As Lockwood has said, she sees her work as an intervention against climate silence. And a powerful one it is. Deep listening may be a kind of life ring for humanity. It can buoy us up with understanding and give us hope for survival.
And another thing . . .
As an addendum to this week’s review, I want to mention a few other books that, like Lockwood’s, would make excellent gifts for the youthful or “forever young” this holiday season. Booksellers are warning of challenging supply chain conditions, so the time is now to be making our lists and ordering our books. Herewith:
All We Can Save is an empowering, multi-genre anthology of climate writing edited by Ayana Elizabeth Johnson and Katherine K. Wilkinson, with contributions from over 60 women writers. With a friendly graphical format, this book could be inspiring to advanced middle grade through college (and older) readers.
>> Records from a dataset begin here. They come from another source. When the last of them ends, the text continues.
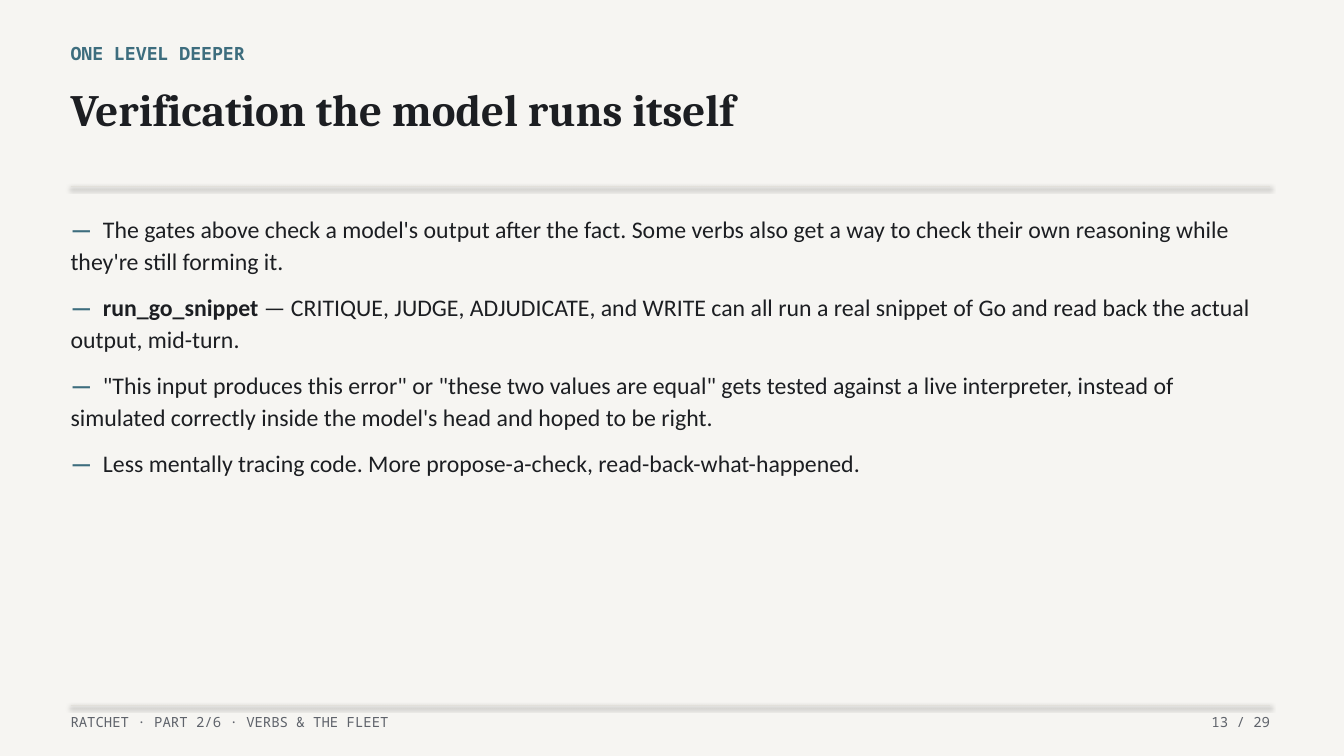
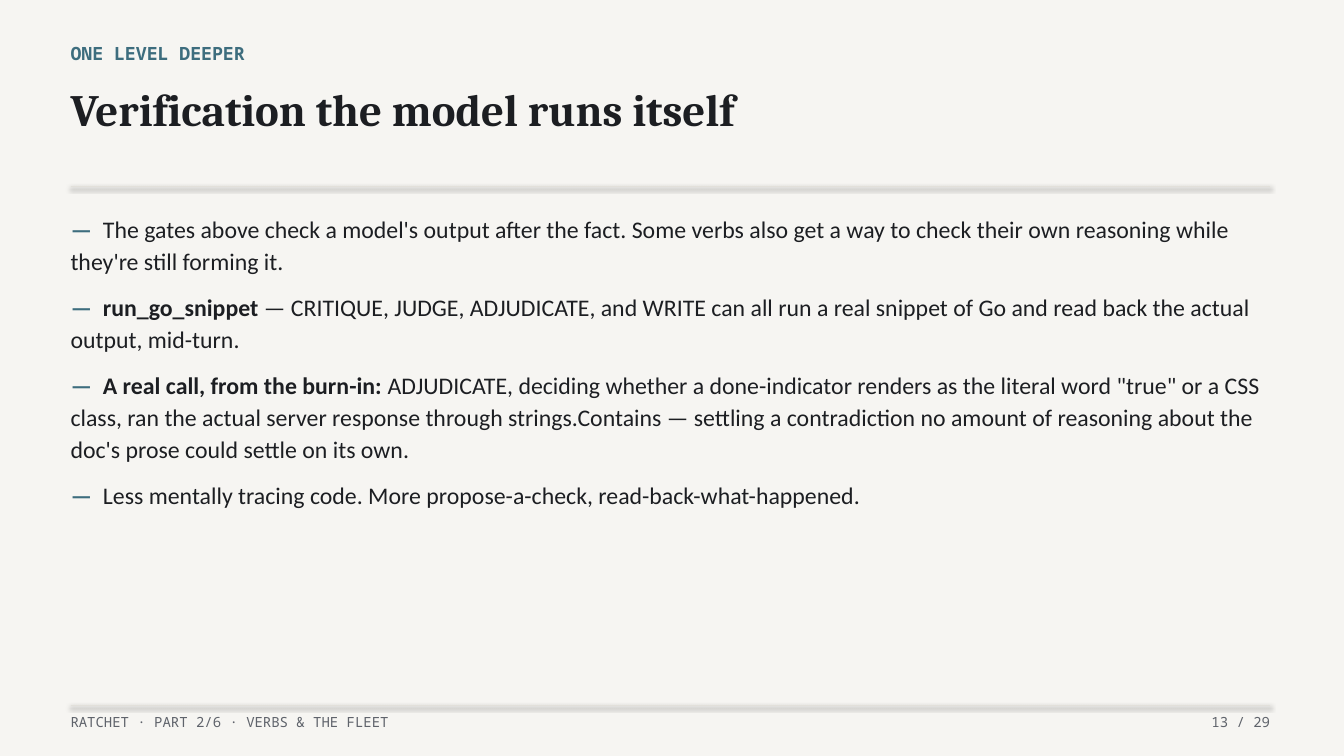
Before and after one commit to lehmann314159/ratchet, a slide deck: slide 13 of writing/decks/02-verbs-and-the-fleet.pptx. Drawn at 1344x756 pixels with LibreOffice and Linux fonts; fonts in the diff are those of the drawing. Boxes give left, top, right and bottom in pixels: in the first picture for what was removed or moved away, otherwise in the second. Text is boxed around its words. In the diff, an @@ line names an element or a change of style, - is before the commit and + after.

```diff
--- a/writing/decks/02-verbs-and-the-fleet.pptx
+++ b/writing/decks/02-verbs-and-the-fleet.pptx
@@ text at [71, 377, 1260, 462]: text changed @@
-— "This input produces this error" or "these two values are equal" gets tested against a live interpreter, instead of simulated correctly inside the model's head and hoped to be right.
+— A real call, from the burn-in: ADJUDICATE, deciding whether a done-indicator renders as the literal word "true" or a CSS class, ran the actual server response through strings.Contains — settling a contradiction no amount of reasoning about the doc's prose could settle on its own.
```
Also in this commit, not shown: 4 other files.

Diary of a Young Naturalist by Dara Macanulty recently won the Wainwright Prize for nature writing. Macanulty, a neurodiverse teenager living in Northern Island, wrote this sensitive and moving account of a turbulent year in his life when he was fourteen. It’s a beautiful book.
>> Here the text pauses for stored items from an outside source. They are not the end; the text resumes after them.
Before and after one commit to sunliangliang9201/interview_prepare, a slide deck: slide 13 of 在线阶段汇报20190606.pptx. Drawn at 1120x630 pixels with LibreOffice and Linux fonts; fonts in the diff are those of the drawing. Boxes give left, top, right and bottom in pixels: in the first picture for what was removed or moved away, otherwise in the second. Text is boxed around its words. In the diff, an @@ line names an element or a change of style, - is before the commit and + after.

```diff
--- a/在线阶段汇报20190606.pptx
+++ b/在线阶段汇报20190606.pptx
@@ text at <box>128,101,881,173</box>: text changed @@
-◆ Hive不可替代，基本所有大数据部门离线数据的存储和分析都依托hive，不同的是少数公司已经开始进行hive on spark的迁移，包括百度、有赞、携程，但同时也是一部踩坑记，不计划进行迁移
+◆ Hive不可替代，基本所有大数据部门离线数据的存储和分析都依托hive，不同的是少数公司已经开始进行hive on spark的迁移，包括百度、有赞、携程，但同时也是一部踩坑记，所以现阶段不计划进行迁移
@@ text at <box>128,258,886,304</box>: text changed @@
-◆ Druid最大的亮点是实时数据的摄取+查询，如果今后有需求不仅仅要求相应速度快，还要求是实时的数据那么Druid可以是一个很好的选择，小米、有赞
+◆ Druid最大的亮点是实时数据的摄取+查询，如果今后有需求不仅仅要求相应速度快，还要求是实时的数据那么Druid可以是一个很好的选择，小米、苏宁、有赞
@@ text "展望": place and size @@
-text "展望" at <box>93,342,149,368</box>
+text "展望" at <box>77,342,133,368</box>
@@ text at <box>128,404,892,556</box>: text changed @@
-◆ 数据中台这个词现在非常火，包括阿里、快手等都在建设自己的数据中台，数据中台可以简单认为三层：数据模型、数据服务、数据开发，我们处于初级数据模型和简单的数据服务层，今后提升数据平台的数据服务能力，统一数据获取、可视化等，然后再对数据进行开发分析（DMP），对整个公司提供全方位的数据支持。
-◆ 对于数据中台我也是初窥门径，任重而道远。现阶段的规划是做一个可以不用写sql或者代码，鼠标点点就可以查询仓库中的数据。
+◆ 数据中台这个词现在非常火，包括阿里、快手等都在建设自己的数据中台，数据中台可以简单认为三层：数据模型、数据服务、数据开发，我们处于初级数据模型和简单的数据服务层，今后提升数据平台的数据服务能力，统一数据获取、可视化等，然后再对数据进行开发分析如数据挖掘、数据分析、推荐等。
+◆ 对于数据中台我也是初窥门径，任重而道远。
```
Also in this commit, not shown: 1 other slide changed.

This is a pre-order, but I am, as the youths say, stoked for Jimmy Chin’s new book of photographs, There and Back, which comes out in December. Chin has selected photos from 20 years of expeditions and tells the dramatic stories behind them.
Other Voices, Other Forms
Speaking of young people and Jimmy Chin, please enjoy this rather astounding and touching video of Jimmy’s daughter, Marina, making her first ascent of the Grand Teton at the age of (wait for it) 7 with Conrad Anker, aka “Uncle Conrad.”
Poem of the Week
In his poem “As I Ebb’d with the Ocean of Life” Walt Whitman speaks to the power of of voices and of water.
For Your Reading Radar
I’m quite intrigued by Barbara King’s new book, Animals’ Best Friends. King, who studies animal cognition and emotion, previously wrote How Animals Grieve. According to her publisher (University of Chicago Press), “[b]ringing together the latest science with heartfelt storytelling, Animals’ Best Friends reveals the opportunities we have in everyday life to help animals in our homes, in the wild, in zoos, and in science labs, as well as those considered to be food.”
For Your Calendar
Shawn Otto the writer and science advocate who founded sciencedebate.org, has a new book called The War on Science. Augustana University in Sioux Falls, SD is hosting Otto for a talk this Thursday, October 12th at 7:30 PM Central. Information here.
Bookshop of the Week
In honor of Devi Lockwood, who earned a masters degree in Science Writing from MIT, let’s visit the MIT Press Bookshop which recently re-opened in the Kendall Square neighborhood of Cambridge, MA. Worth noting is that the shop not only stocks titles in science, art and architecture, computer science, cognition, neuroscience, and linguistics, but also books from MIT Press imprints for kids and teens.